Performances run October 14-28.
October’s production of Alcina at Seattle Opera shows off Handel at his most enchanting. Showcasing this opera’s wonderful melodies, strong characters, and vocal pyrotechnics for the first time on the Seattle Opera stage, Handel’s story of sorcery and seduction is certain to leave audiences spellbound.
“Alcina is an intense piece with phenomenal music,” said General Director Christina Scheppelmann. “Although it has some fantastical elements to its story, it is, at its heart, a story about love and human relationships. The opera speaks very clearly about the connections between seduction, romance, and power, and what happens when traditional power dynamics are turned on their heads. I think you’ll be surprised at just how strikingly modern this piece is.”
Leading the performance in her Seattle Opera conducting debut is Christine Brandes, whose previous performances as Morgana in Alcina influence her nuanced and informed take on this celebrated Handel opera.
“Being a singer and having been on the other side of the pit is sort of my superpower,” said Brandes, who made her Seattle Opera singing debut as Cleopatra in Handel’s Julius Caesar (’07). “It gives me a much more intuitive relationship with the singers and the ability to react more quickly and subtly to their needs. Alcina is a visceral piece with such fully realized, relatable characters—I hope the audience feels immediately drawn into the emotional landscape of the story and swept along by this amazing music.”
The intimate production by celebrated English stage director Tim Albery, which first played at Opera North in 2022, sets Alcina’s intense emotional drama in a world that evokes the private tropical-island retreats of the rich and famous.

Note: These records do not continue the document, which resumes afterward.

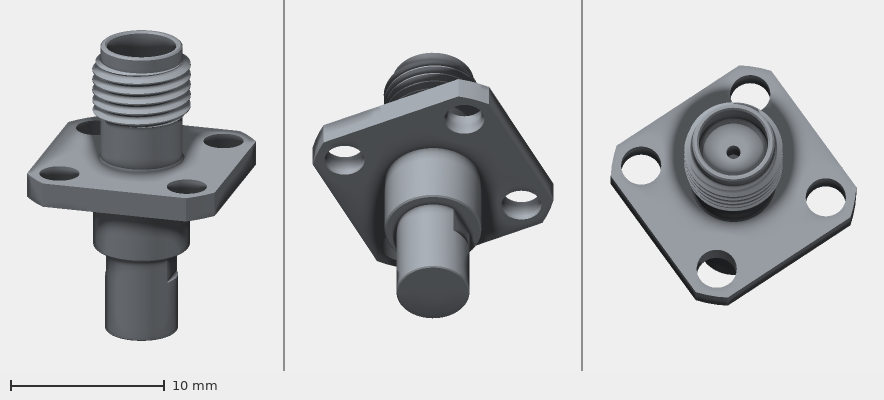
import cadquery as cq
import math

stem_radius = 2.37
stem_edge_chamfer = 0.08
stem_flat_distance = 2.05
stem_flat_bottom_z = 3.82
barrel_radius = 3.15
barrel_bottom_z = 5.82
barrel_edge_chamfer = 0.1

flange_side = 12.7
flange_corner_radius = 8.0
flange_bottom_z = 10.3
flange_thickness = 1.62
flange_top_z = flange_bottom_z + flange_thickness
mount_hole_radius = 1.3
mount_hole_spacing = 8.63

total_height = 19.79
neck_radius = 2.67
neck_foot_flare = 0.12
neck_foot_height = 0.15
neck_rim_chamfer = 0.12
thread_bottom_z = 14.98
thread_top_z = 18.78
thread_crest_radius = 3.2
thread_root_radius = 2.63
five_turn_rise = 3.52
thread_pitch = five_turn_rise / 5
thread_crest_z = 18.37
thread_crest_width = 0.087
thread_root_gap = 0.008
thread_end_slope = math.tan(math.radians(30))

bore_radius = 2.25
bore_floor_radius = 1.98
bore_floor_z = 17.77
bore_cone_height = 0.24
bore_mouth_chamfer = 0.12

contact_radius = 0.63
contact_hole_radius = 0.45
contact_hole_depth = 1.78
contact_bottom_z = flange_bottom_z
plug_radius = 0.65
plug_z = 13.58


def make_turned_shell():
    """Stem, barrel and plain neck, bored at the top."""
    outline = [
        (0, 0),
        (stem_radius - stem_edge_chamfer, 0),
        (stem_radius, stem_edge_chamfer),
        (stem_radius, barrel_bottom_z),
        (barrel_radius - barrel_edge_chamfer, barrel_bottom_z),
        (barrel_radius, barrel_bottom_z + barrel_edge_chamfer),
        (barrel_radius, flange_top_z),
        (neck_radius + neck_foot_flare, flange_top_z),
        (neck_radius, flange_top_z + neck_foot_height),
        (neck_radius, total_height - neck_rim_chamfer),
        (neck_radius - neck_rim_chamfer, total_height),
        (bore_radius + bore_mouth_chamfer, total_height),
        (bore_radius, total_height - bore_mouth_chamfer),
        (bore_radius, bore_floor_z + bore_cone_height),
        (bore_floor_radius, bore_floor_z),
        (0, bore_floor_z),
    ]
    return cq.Workplane("XZ").polyline(outline).close().revolve(360, (0, 0), (0, 1))


def make_thread_ridge():
    """Right-handed ridge that runs at least one turn past both ends of the thread."""
    turns_below = math.ceil((thread_crest_z - thread_bottom_z) / thread_pitch) + 1
    turns_above = math.ceil((thread_top_z - thread_crest_z) / thread_pitch) + 1
    start_z = thread_crest_z - turns_below * thread_pitch
    height = (turns_below + turns_above) * thread_pitch
    root_half_width = (thread_pitch - thread_root_gap) / 2
    crest_half_width = thread_crest_width / 2
    path = cq.Wire.makeHelix(thread_pitch, height, thread_root_radius, cq.Vector(0, 0, start_z))
    section = [
        (thread_root_radius, start_z - root_half_width),
        (thread_root_radius, start_z + root_half_width),
        (thread_crest_radius, start_z + crest_half_width),
        (thread_crest_radius, start_z - crest_half_width),
    ]
    return cq.Workplane("XZ").polyline(section).close().sweep(cq.Workplane(path), isFrenet=True)


def make_thread():
    """Ridge trimmed to the thread length, with a conical lead at each end."""
    inner_radius = bore_radius
    outer_radius = 2 * thread_crest_radius - neck_radius
    lead_height = (outer_radius - neck_radius) * thread_end_slope
    envelope_outline = [
        (inner_radius, thread_bottom_z),
        (neck_radius, thread_bottom_z),
        (outer_radius, thread_bottom_z + lead_height),
        (outer_radius, thread_top_z - lead_height),
        (neck_radius, thread_top_z),
        (inner_radius, thread_top_z),
    ]
    envelope = cq.Workplane("XZ").polyline(envelope_outline).close().revolve(360, (0, 0), (0, 1))
    return envelope.intersect(make_thread_ridge())


def make_flange():
    """Square plate with arc corners and four mounting holes."""
    base = cq.Workplane("XY").workplane(offset=flange_bottom_z)
    plate = base.rect(flange_side, flange_side).extrude(flange_thickness)
    corner_disc = base.circle(flange_corner_radius).extrude(flange_thickness)
    holes = (
        base.rect(mount_hole_spacing, mount_hole_spacing, forConstruction=True)
        .vertices()
        .circle(mount_hole_radius)
        .extrude(flange_thickness)
    )
    return plate.intersect(corner_disc).cut(holes)


def make_flat_cutters():
    """Two blocks that mill the wrench flats on the -X and +X sides of the stem."""
    depth = stem_radius - stem_flat_distance
    height = barrel_bottom_z - stem_flat_bottom_z
    middle = (stem_radius + stem_flat_distance) / 2
    return (
        cq.Workplane("XY", origin=(0, 0, stem_flat_bottom_z))
        .pushPoints([(-middle, 0), (middle, 0)])
        .rect(depth, 2 * stem_radius)
        .extrude(height)
    )


def make_contact_blank():
    """Contact rod joined to the side plug, whose face follows the neck surface on the -Y side."""
    rod = (
        cq.Workplane("XY", origin=(0, 0, contact_bottom_z))
        .circle(contact_radius)
        .extrude(bore_floor_z - contact_bottom_z)
    )
    neck = (
        cq.Workplane("XY", origin=(0, 0, flange_top_z))
        .circle(neck_radius)
        .extrude(total_height - flange_top_z)
    )
    plug = (
        cq.Workplane("XZ", origin=(0, 0, plug_z))
        .circle(plug_radius)
        .extrude(neck_radius)
        .intersect(neck)
    )
    return rod.union(plug)


def make_contact():
    """Contact with a blind hole in its top end."""
    hole = (
        cq.Workplane("XY", origin=(0, 0, bore_floor_z))
        .circle(contact_hole_radius)
        .extrude(-contact_hole_depth)
    )
    return make_contact_blank().cut(hole)


def make_housing():
    """Turned shell with flange, flats and thread, hollowed to fit the contact."""
    return (
        make_turned_shell()
        .union(make_thread())
        .union(make_flange())
        .cut(make_flat_cutters())
        .cut(make_contact_blank())
    )


housing = make_housing()
contact = make_contact()

result = cq.Compound.makeCompound([housing.solids().val(), contact.solids().val()])

“The small group of people we find on Alcina’s island appears to live a life of pure pleasure and leisure,” said Albery, who also makes his Seattle Opera debut. “But beneath the surface, Alcina manipulates and controls each of her lovers until she is bored by them, then moves on to the next. The abandoned one is left discarded, all humanity gone, an empty shell, a rock, a wild beast. And so it might continue until Alcina falls in love herself; then she and her companions, led by Handel’s glorious, heart-wrenching music, are drawn into the depths of the forest—the heart of darkness—searching desperately for the new dawn which will eventually arrive.”
The rest of the creative team—Scenic and Costume Designer Hannah Clark, Lighting Designer Matthew Richardson, and Video Designer Ian William Galloway—will all be making their Seattle Opera debuts.
The superb cast is made up entirely of tried-and-true Seattle Opera favorites, with soprano Vanessa Goikoetxea (Donna Anna, Don Giovanni, ’21) in the title role, soprano Sharleen Joynt (Amore, Orpheus and Eurydice, ’22) as Morgana, countertenor Randall Scotting (Refugee, Flight, ’21) as Ruggiero, mezzo-soprano Ginger Costa-Jackson (Musetta, La bohème, ’21 and Carmen, Carmen, ’19) as Bradamante, John Marzano (Gastone de Letorières, La traviata, ’23) as Oronte, and Nina Yoshida Nelsen (Khanh, Bound, ’23) as Melissa.
For audiences inspired to go beyond the stage and learn more about the opera industry, Seattle Opera offers a pair of events that explore the experiences of today’s opera professionals. The first, an Opera Talk titled “A Singer’s Journey,” features Seattle Opera’s Resident Artists in conversation about what it takes to become an opera singer, while the second, a Community Conversation titled “Gender Fluidity in Opera,” navigates opera’s long history of subverting gender norms, from castrati to pants roles for women and much more.